HeatMapWithTime(data,auto_play=True).add_to(m)
m

The map above shows the average frequency of arrests made over a 24-hour period. The goal of this notebook is to help the reader visualize crime data in Baltimore in an interactive way. Using the available python libraries, I was able to scrape and tidy the data in order to organize the crime data by time of arrest and location. The map above utilizes the folium heatmap plug-in to draw in the data onto an interactive map. The original data contained 63000 rows of data, and processing all of the available data will take too long to render onto a map. Disclaimer: In the case of a school project, samples of size 5000 we're taken to reduce run-time (and hopefully grading time) while also giving an accurate representation of the dataset as a population.

The data above is organized by time of arrest, so the heatmap indicates where arrests have been made grouped by the time of the arrest. The interactive map cycles through each hour of the day (indicated by the number on the tooltip) and will map out the respective crime data based on the current hour it is displaying. The tooltip also allows you move forward or backwards in time to gain a more accurate reading of the heatmap. Through observation, I can see the heatmap of arrests made overall at the start of a typical day (6-7am) is very sparse and low density. As the hour approaches noon (12-1pm) the map begins to show more concentrated data around the inner city area, and more arrests made overall. As the evening approaches, the amount of crime in the inner city area continues to grow, while outside of the city appears to remain spread and unconcentrated. As the hourly clock nears the end of its cycle (11pm-12am) the amount of arrests overall decreases dramatically, and by 6am the amount of arrests appears to reach its minimum, with most of the data residing in the city. 

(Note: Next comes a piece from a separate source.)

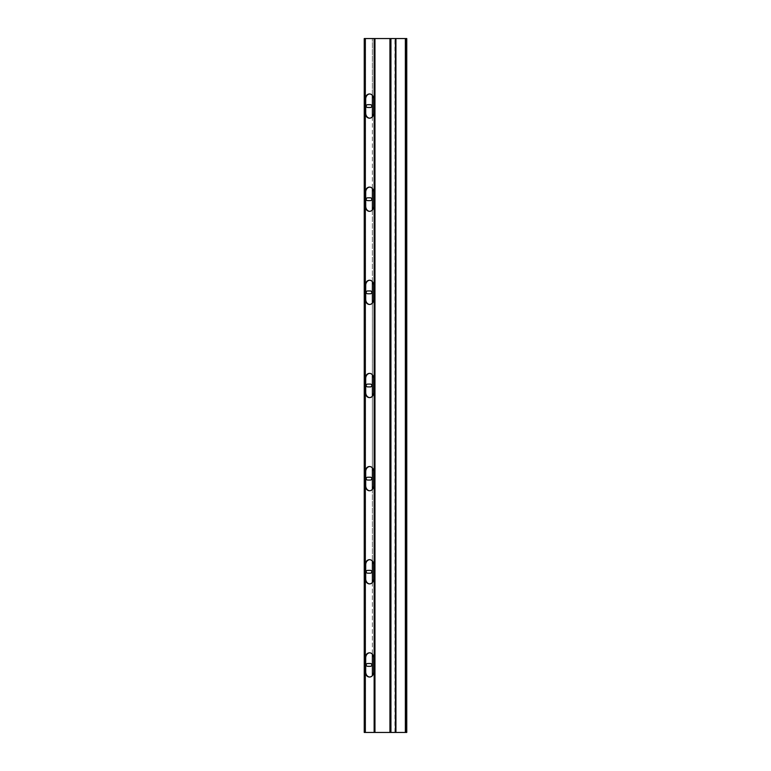<?xml version="1.0" encoding="UTF-8"?>
<svg xmlns="http://www.w3.org/2000/svg" width="771" height="771" viewBox="0 0 771 771"><rect width="100%" height="100%" fill="white"/><g stroke="black" fill="none" stroke-linecap="round" stroke-linejoin="round"><path stroke-width="0.58" stroke-dasharray="3.85 2.89" d="M371.805 199.217A1.397 1.397 0 0 0 370.408 197.819L367.613 197.819A1.397 1.397 0 0 0 366.215 199.217A1.397 1.397 0 0 0 367.613 200.614L370.408 200.614A1.397 1.397 0 0 0 371.805 199.217M371.805 106.08A1.397 1.397 0 0 0 370.408 104.683L367.613 104.683A1.397 1.397 0 0 0 366.215 106.08A1.397 1.397 0 0 0 367.613 107.477L370.408 107.477A1.397 1.397 0 0 0 371.805 106.08M371.805 292.363A1.397 1.397 0 0 0 370.408 290.966L367.613 290.966A1.397 1.397 0 0 0 366.215 292.363A1.397 1.397 0 0 0 367.613 293.761L370.408 293.761A1.397 1.397 0 0 0 371.805 292.363M371.805 385.5A1.397 1.397 0 0 0 370.408 384.103L367.613 384.103A1.397 1.397 0 0 0 366.215 385.5A1.397 1.397 0 0 0 367.613 386.897L370.408 386.897A1.397 1.397 0 0 0 371.805 385.5M371.805 478.637A1.397 1.397 0 0 0 370.408 477.239L367.613 477.239A1.397 1.397 0 0 0 366.215 478.637A1.397 1.397 0 0 0 367.613 480.034L370.408 480.034A1.397 1.397 0 0 0 371.805 478.637M371.805 571.783A1.397 1.397 0 0 0 370.408 570.386L367.613 570.386A1.397 1.397 0 0 0 366.215 571.783A1.397 1.397 0 0 0 367.613 573.181L370.408 573.181A1.397 1.397 0 0 0 371.805 571.783M371.805 664.92A1.397 1.397 0 0 0 370.408 663.523L367.613 663.523A1.397 1.397 0 0 0 366.215 664.92A1.397 1.397 0 0 0 367.613 666.317L370.408 666.317A1.397 1.397 0 0 0 371.805 664.92M406.76 731.168L406.057 731.168L406.057 726.745L406.057 731.168L406.76 731.168L406.76 726.745L406.057 726.745L406.76 726.745L406.76 731.168M406.76 725.347L406.057 725.347L406.057 720.924L406.057 725.347L406.76 725.347L406.76 720.924L406.057 720.924L406.76 720.924L406.76 725.347M406.76 719.526L406.057 719.526L406.057 715.102L406.057 719.526L406.76 719.526L406.76 715.102L406.057 715.102L406.76 715.102L406.76 719.526M406.76 713.705L406.057 713.705L406.057 709.281L406.057 713.705L406.76 713.705L406.76 709.281L406.057 709.281L406.76 709.281L406.76 713.705M406.76 707.884L406.057 707.884L406.057 703.46L406.057 707.884L406.76 707.884L406.76 703.46L406.057 703.46L406.76 703.46L406.76 707.884M406.76 702.063L406.057 702.063L406.057 697.639L406.057 702.063L406.76 702.063L406.76 697.639L406.057 697.639L406.76 697.639L406.76 702.063M406.76 696.242L406.057 696.242L406.057 691.818L406.057 696.242L406.76 696.242L406.76 691.818L406.057 691.818L406.76 691.818L406.76 696.242M406.76 690.421L406.057 690.421L406.057 685.997L406.057 690.421L406.76 690.421L406.76 685.997L406.057 685.997L406.76 685.997L406.76 690.421M406.76 684.6L406.057 684.6L406.057 680.176L406.057 684.6L406.76 684.6L406.76 680.176L406.057 680.176L406.76 680.176L406.76 684.6M406.76 678.779L406.057 678.779L406.057 674.355L406.057 678.779L406.76 678.779L406.76 674.355L406.057 674.355L406.76 674.355L406.76 678.779M406.76 672.958L406.057 672.958L406.057 668.534L406.057 672.958L406.76 672.958L406.76 668.534L406.057 668.534L406.76 668.534L406.76 672.958M406.76 667.137L406.057 667.137L406.057 662.713L406.057 667.137L406.76 667.137L406.76 662.713L406.057 662.713L406.76 662.713L406.76 667.137M406.76 661.316L406.057 661.316L406.057 656.892L406.057 661.316L406.76 661.316L406.76 656.892L406.057 656.892L406.76 656.892L406.76 661.316M406.76 655.495L406.057 655.495L406.057 651.071L406.057 655.495L406.76 655.495L406.76 651.071L406.057 651.071L406.76 651.071L406.76 655.495M406.76 649.674L406.057 649.674L406.057 645.25L406.057 649.674L406.76 649.674L406.76 645.25L406.057 645.25L406.76 645.25L406.76 649.674M406.76 643.852L406.057 643.852L406.057 639.429L406.057 643.852L406.76 643.852L406.76 639.429L406.057 639.429L406.76 639.429L406.76 643.852M406.76 638.031L406.057 638.031L406.057 633.608L406.057 638.031L406.76 638.031L406.76 633.608L406.057 633.608L406.76 633.608L406.76 638.031M406.76 632.21L406.057 632.21L406.057 627.787L406.057 632.21L406.76 632.21L406.76 627.787L406.057 627.787L406.76 627.787L406.76 632.21M406.76 626.389L406.057 626.389L406.057 621.966L406.057 626.389L406.76 626.389L406.76 621.966L406.057 621.966L406.76 621.966L406.76 626.389M406.76 620.568L406.057 620.568L406.057 616.145L406.057 620.568L406.76 620.568L406.76 616.145L406.057 616.145L406.76 616.145L406.76 620.568M406.76 614.747L406.057 614.747L406.057 610.324L406.057 614.747L406.76 614.747L406.76 610.324L406.057 610.324L406.76 610.324L406.76 614.747M406.76 608.926L406.057 608.926L406.057 604.493L406.057 608.926L406.76 608.926L406.76 604.493L406.057 604.493L406.76 604.493L406.76 608.926M406.76 603.105L406.057 603.105L406.057 598.672L406.057 603.105L406.76 603.105L406.76 598.672L406.057 598.672L406.76 598.672L406.76 603.105M406.76 597.274L406.057 597.274L406.057 592.851L406.057 597.274L406.76 597.274L406.76 592.851L406.057 592.851L406.76 592.851L406.76 597.274M406.76 591.453L406.057 591.453L406.057 587.03L406.057 591.453L406.76 591.453L406.76 587.03L406.057 587.03L406.76 587.03L406.76 591.453M406.76 585.632L406.057 585.632L406.057 581.209L406.057 585.632L406.76 585.632L406.76 581.209L406.057 581.209L406.76 581.209L406.76 585.632M406.76 579.811L406.057 579.811L406.057 575.388L406.057 579.811L406.76 579.811L406.76 575.388L406.057 575.388L406.76 575.388L406.76 579.811M406.76 573.99L406.057 573.99L406.057 569.567L406.057 573.99L406.76 573.99L406.76 569.567L406.057 569.567L406.76 569.567L406.76 573.99M406.76 568.169L406.057 568.169L406.057 563.746L406.057 568.169L406.76 568.169L406.76 563.746L406.057 563.746L406.76 563.746L406.76 568.169M406.76 562.348L406.057 562.348L406.057 557.925L406.057 562.348L406.76 562.348L406.76 557.925L406.057 557.925L406.76 557.925L406.76 562.348M406.76 556.527L406.057 556.527L406.057 552.103L406.057 556.527L406.76 556.527L406.76 552.103L406.057 552.103L406.76 552.103L406.76 556.527M406.76 550.706L406.057 550.706L406.057 546.282L406.057 550.706L406.76 550.706L406.76 546.282L406.057 546.282L406.76 546.282L406.76 550.706M406.76 544.885L406.057 544.885L406.057 540.461L406.057 544.885L406.76 544.885L406.76 540.461L406.057 540.461L406.76 540.461L406.76 544.885M406.76 539.064L406.057 539.064L406.057 534.64L406.057 539.064L406.76 539.064L406.76 534.64L406.057 534.64L406.76 534.64L406.76 539.064M406.76 533.243L406.057 533.243L406.057 528.819L406.057 533.243L406.76 533.243L406.76 528.819L406.057 528.819L406.76 528.819L406.76 533.243M406.76 527.422L406.057 527.422L406.057 522.998L406.057 527.422L406.76 527.422L406.76 522.998L406.057 522.998L406.76 522.998L406.76 527.422M406.76 521.601L406.057 521.601L406.057 517.177L406.057 521.601L406.76 521.601L406.76 517.177L406.057 517.177L406.76 517.177L406.76 521.601M406.76 515.78L406.057 515.78L406.057 511.356L406.057 515.78L406.76 515.78L406.76 511.356L406.057 511.356L406.76 511.356L406.76 515.78M406.76 509.959L406.057 509.959L406.057 505.535L406.057 509.959L406.76 509.959L406.76 505.535L406.057 505.535L406.76 505.535L406.76 509.959M406.76 504.138L406.057 504.138L406.057 499.714L406.057 504.138L406.76 504.138L406.76 499.714L406.057 499.714L406.76 499.714L406.76 504.138M406.76 498.317L406.057 498.317L406.057 493.893L406.057 498.317L406.76 498.317L406.76 493.893L406.057 493.893L406.76 493.893L406.76 498.317M406.76 492.496L406.057 492.496L406.057 488.072L406.057 492.496L406.76 492.496L406.76 488.072L406.057 488.072L406.76 488.072L406.76 492.496M406.76 486.674L406.057 486.674L406.057 482.251L406.057 486.674L406.76 486.674L406.76 482.251L406.057 482.251L406.76 482.251L406.76 486.674M406.76 480.853L406.057 480.853L406.057 476.43L406.057 480.853L406.76 480.853L406.76 476.43L406.057 476.43L406.76 476.43L406.76 480.853M406.76 475.032L406.057 475.032L406.057 470.609L406.057 475.032L406.76 475.032L406.76 470.609L406.057 470.609L406.76 470.609L406.76 475.032M406.76 469.211L406.057 469.211L406.057 464.788L406.057 469.211L406.76 469.211L406.76 464.788L406.057 464.788L406.76 464.788L406.76 469.211M406.76 463.39L406.057 463.39L406.057 458.967L406.057 463.39L406.76 463.39L406.76 458.967L406.057 458.967L406.76 458.967L406.76 463.39M406.76 457.569L406.057 457.569L406.057 453.146L406.057 457.569L406.76 457.569L406.76 453.146L406.057 453.146L406.76 453.146L406.76 457.569M406.76 451.748L406.057 451.748L406.057 447.325L406.057 451.748L406.76 451.748L406.76 447.325L406.057 447.325L406.76 447.325L406.76 451.748M406.76 445.927L406.057 445.927L406.057 441.504L406.057 445.927L406.76 445.927L406.76 441.504L406.057 441.504L406.76 441.504L406.76 445.927M406.76 440.106L406.057 440.106L406.057 435.682L406.057 440.106L406.76 440.106L406.76 435.682L406.057 435.682L406.76 435.682L406.76 440.106M406.76 434.285L406.057 434.285L406.057 429.861L406.057 434.285L406.76 434.285L406.76 429.861L406.057 429.861L406.76 429.861L406.76 434.285M406.76 428.464L406.057 428.464L406.057 424.04L406.057 428.464L406.76 428.464L406.76 424.04L406.057 424.04L406.76 424.04L406.76 428.464M406.76 422.643L406.057 422.643L406.057 418.219L406.057 422.643L406.76 422.643L406.76 418.219L406.057 418.219L406.76 418.219L406.76 422.643M406.76 416.822L406.057 416.822L406.057 412.398L406.057 416.822L406.76 416.822L406.76 412.398L406.057 412.398L406.76 412.398L406.76 416.822M406.76 411.001L406.057 411.001L406.057 406.577L406.057 411.001L406.76 411.001L406.76 406.577L406.057 406.577L406.76 406.577L406.76 411.001M406.76 405.18L406.057 405.18L406.057 400.756L406.057 405.18L406.76 405.18L406.76 400.756L406.057 400.756L406.76 400.756L406.76 405.18M406.76 399.359L406.057 399.359L406.057 394.935L406.057 399.359L406.76 399.359L406.76 394.935L406.057 394.935L406.76 394.935L406.76 399.359M406.76 393.538L406.057 393.538L406.057 389.104L406.057 393.538L406.76 393.538L406.76 389.104L406.057 389.104L406.76 389.104L406.76 393.538M406.76 387.717L406.057 387.717L406.057 383.283L406.057 387.717L406.76 387.717L406.76 383.283L406.057 383.283L406.76 383.283L406.76 387.717M406.76 381.896L406.057 381.896L406.057 377.462L406.057 381.896L406.76 381.896L406.76 377.462L406.057 377.462L406.76 377.462L406.76 381.896M406.76 376.065L406.057 376.065L406.057 371.641L406.057 376.065L406.76 376.065L406.76 371.641L406.057 371.641L406.76 371.641L406.76 376.065M406.76 370.244L406.057 370.244L406.057 365.82L406.057 370.244L406.76 370.244L406.76 365.82L406.057 365.82L406.76 365.82L406.76 370.244M406.76 364.423L406.057 364.423L406.057 359.999L406.057 364.423L406.76 364.423L406.76 359.999L406.057 359.999L406.76 359.999L406.76 364.423M406.76 358.602L406.057 358.602L406.057 354.178L406.057 358.602L406.76 358.602L406.76 354.178L406.057 354.178L406.76 354.178L406.76 358.602M406.76 352.781L406.057 352.781L406.057 348.357L406.057 352.781L406.76 352.781L406.76 348.357L406.057 348.357L406.76 348.357L406.76 352.781M406.76 346.96L406.057 346.96L406.057 342.536L406.057 346.96L406.76 346.96L406.76 342.536L406.057 342.536L406.76 342.536L406.76 346.96M406.76 341.139L406.057 341.139L406.057 336.715L406.057 341.139L406.76 341.139L406.76 336.715L406.057 336.715L406.76 336.715L406.76 341.139M406.76 335.318L406.057 335.318L406.057 330.894L406.057 335.318L406.76 335.318L406.76 330.894L406.057 330.894L406.76 330.894L406.76 335.318M406.76 329.496L406.057 329.496L406.057 325.073L406.057 329.496L406.76 329.496L406.76 325.073L406.057 325.073L406.76 325.073L406.76 329.496M406.76 323.675L406.057 323.675L406.057 319.252L406.057 323.675L406.76 323.675L406.76 319.252L406.057 319.252L406.76 319.252L406.76 323.675M406.76 317.854L406.057 317.854L406.057 313.431L406.057 317.854L406.76 317.854L406.76 313.431L406.057 313.431L406.76 313.431L406.76 317.854M406.76 312.033L406.057 312.033L406.057 307.61L406.057 312.033L406.76 312.033L406.76 307.61L406.057 307.61L406.76 307.61L406.76 312.033M406.76 306.212L406.057 306.212L406.057 301.789L406.057 306.212L406.76 306.212L406.76 301.789L406.057 301.789L406.76 301.789L406.76 306.212M406.76 300.391L406.057 300.391L406.057 295.968L406.057 300.391L406.76 300.391L406.76 295.968L406.057 295.968L406.76 295.968L406.76 300.391M406.76 294.57L406.057 294.57L406.057 290.147L406.057 294.57L406.76 294.57L406.76 290.147L406.057 290.147L406.76 290.147L406.76 294.57M406.76 288.749L406.057 288.749L406.057 284.326L406.057 288.749L406.76 288.749L406.76 284.326L406.057 284.326L406.76 284.326L406.76 288.749M406.76 282.928L406.057 282.928L406.057 278.504L406.057 282.928L406.76 282.928L406.76 278.504L406.057 278.504L406.76 278.504L406.76 282.928M406.76 277.107L406.057 277.107L406.057 272.683L406.057 277.107L406.76 277.107L406.76 272.683L406.057 272.683L406.76 272.683L406.76 277.107M406.76 271.286L406.057 271.286L406.057 266.862L406.057 271.286L406.76 271.286L406.76 266.862L406.057 266.862L406.76 266.862L406.76 271.286M406.76 265.465L406.057 265.465L406.057 261.041L406.057 265.465L406.76 265.465L406.76 261.041L406.057 261.041L406.76 261.041L406.76 265.465M406.76 259.644L406.057 259.644L406.057 255.22L406.057 259.644L406.76 259.644L406.76 255.22L406.057 255.22L406.76 255.22L406.76 259.644M406.76 253.823L406.057 253.823L406.057 249.399L406.057 253.823L406.76 253.823L406.76 249.399L406.057 249.399L406.76 249.399L406.76 253.823M406.76 248.002L406.057 248.002L406.057 243.578L406.057 248.002L406.76 248.002L406.76 243.578L406.057 243.578L406.76 243.578L406.76 248.002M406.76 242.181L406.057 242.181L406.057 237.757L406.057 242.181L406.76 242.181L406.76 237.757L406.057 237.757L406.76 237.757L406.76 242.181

Looking at this sample data from the larger dataset, most of the arrests are being made during the afternoon-evening time of the day. This however does not imply that it is less dangerous during the late-hours of the day (12am-6am) becuase this visualization does not indicate the type of offense and description of the arrest.